Why are temporal extensions in PostgreSQL important? Quite simply, managing time data is one of the most common requirements, and current general-purpose database systems don’t provide us with the basic tools to do it. Every general-purpose DBMS falls short both in terms of usability and performance when trying to manage temporal data.
What is already done?
- PERIOD data type, which can represent anchored intervals of time; that is, a chunk of time with a definite beginning and a definite end (in contrast to a SQL INTERVAL, which is not anchored to any specific beginning or end time).
- Critical for usability because it acts as a set of time, so you can easily test for containment and other operations without using awkward constructs like BETWEEN or lots of comparisons (and keeping track of inclusivity/exclusivity of boundary points).
- Critical for performance because you can index the values for efficient “contains” and “overlaps” queries (among others).
- Temporal Keys (called Exclusion Constraints, and will be available in the next release of PostgreSQL, 9.0), which can enforce the constraint that no two periods of time (usually for a given resource, like a person) overlap. See the documentation (look for the word “EXCLUDE”), and see my previous articles (part 1 and part 2) on the subject.
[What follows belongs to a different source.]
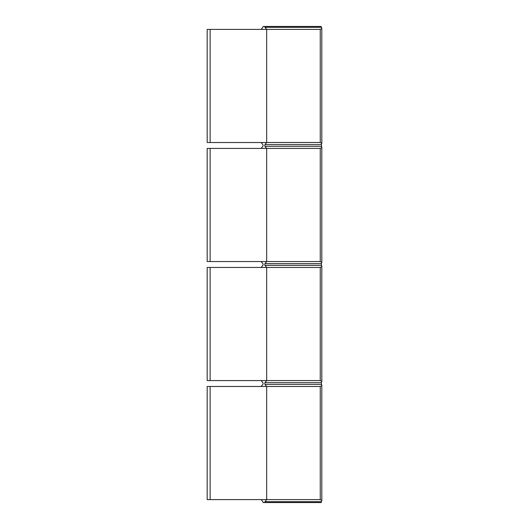 <?xml version="1.0" encoding="UTF-8"?>
<svg xmlns="http://www.w3.org/2000/svg" width="529" height="529" viewBox="0 0 529 529"><rect width="100%" height="100%" fill="white"/><g stroke="black" fill="none" stroke-linecap="round" stroke-linejoin="round"><path stroke-width="0.79" d="M264.976 144.622L321.301 144.622L321.817 143.425L320.257 142.526L266.682 142.526L266.682 29.399L207.183 29.399L207.183 142.526L266.682 142.526L264.976 144.622A0.985 0.463 -90 0 0 264.976 146.328L266.682 148.424L207.183 148.424L207.183 261.551L266.682 261.551L266.682 148.424L320.257 148.424L320.257 261.551L266.682 261.551L264.976 263.647A0.985 0.463 -90 0 0 264.976 265.353L266.682 267.449L207.183 267.449L207.183 380.576L266.682 380.576L266.682 267.449L320.257 267.449L320.257 380.576L266.682 380.576L264.976 382.672A0.985 0.463 -90 0 0 264.976 384.378L266.682 386.474L207.183 386.474L207.183 499.601L266.682 499.601L266.682 386.474L320.257 386.474L320.257 499.601L266.682 499.601L264.976 501.697A0.985 0.463 -90 0 0 264.745 502.55L263.078 502.55A0.985 0.463 -90 0 0 262.847 501.697L261.141 499.601M261.141 29.399L262.847 27.303A0.985 0.463 -90 0 0 263.078 26.45L321.143 26.45L321.817 28.5L320.257 29.399L266.682 29.399L264.976 27.303L321.301 27.303M321.301 144.622L321.817 147.525L320.257 148.424M321.817 147.525L321.817 262.45L321.301 263.647L321.817 266.55L320.257 267.449M321.817 266.55L321.817 381.475L321.301 382.672L321.817 385.575L320.257 386.474M321.817 385.575L321.817 500.5L321.143 502.55L264.745 502.55M264.745 26.45A0.985 0.463 -90 0 0 264.976 27.303M321.817 262.45L320.257 261.551M321.817 381.475L320.257 380.576M321.817 500.5L320.257 499.601M261.141 148.424L262.847 146.328A0.985 0.463 -90 0 0 262.847 144.622L261.141 142.526M261.141 267.449L262.847 265.353A0.985 0.463 -90 0 0 262.847 263.647L261.141 261.551M261.141 386.474L262.847 384.378A0.985 0.463 -90 0 0 262.847 382.672L261.141 380.576M210.132 29.399L210.132 142.526M210.132 148.424L210.132 261.551M210.132 267.449L210.132 380.576M210.132 386.474L210.132 499.601M320.257 29.399L320.257 142.526M264.976 146.328L321.301 146.328M264.976 263.647L321.301 263.647M264.976 265.353L321.301 265.353M264.976 382.672L321.301 382.672M264.976 384.378L321.301 384.378M264.976 501.697L321.301 501.697M321.817 28.5L321.817 143.425"/></g></svg>

- Critical for usability to avoid procedural, error-prone hacks to enforce the constraint with triggers or by splitting time into big chunks.
- Critical for performance because it performs comparably to a UNIQUE index, unlike the other procedural hacks which are generally too slow to use for most real systems.
What needs to be done?
- Range Types — Aside from PERIOD, which is based on TIMESTAMPTZ, it would also be useful to have very similar types based on, for example, DATE. It doesn’t stop there, so the natural conclusion is to generalize PERIOD into “range types” which could be based on almost any subtype.
- Range Keys, Foreign Range Keys — If Range Types are known to the Postgres engine, that means that we can have syntactic sugar for range keys (like temporal keys, except for any range type), etc., that would internally use Exclusion Constraints.
- Range Join — If Range Types are known to the Postgres engine, there could be syntactic sugar for a “range join,” that is, a join based on “overlaps” rather than “equals”. More importantly, there could be a new join type, a Range Merge Join, that could perform this join efficiently (without a Range Merge Join, a range join would always be a nested loop join).
- Simple table logs — The ability to easily create an effective “audit log” or similar trigger-based table log, that can record changes and be efficiently queried for historical state or state changes.
I’ll be speaking on this subject (specifically, the new Exclusion Constraints feature) in the upcoming PostgreSQL Conference EAST 2010 (my talk description) in Philadelphia later this month and PGCon 2010 (my talk description) in Ottawa this May. In the past, these conferences and others have been a great place to get ideas and help me move the temporal features forward.
The existing features have been picking up a little steam lately. The temporal-general mailing list has some traffic now — fairly low, but enough that others contribute to the discussions, which is a great start. I’ve also received some great feedback from a number of people, including the folks at PGX. There’s still a ways to go before we have all the features we want, but progress is being made.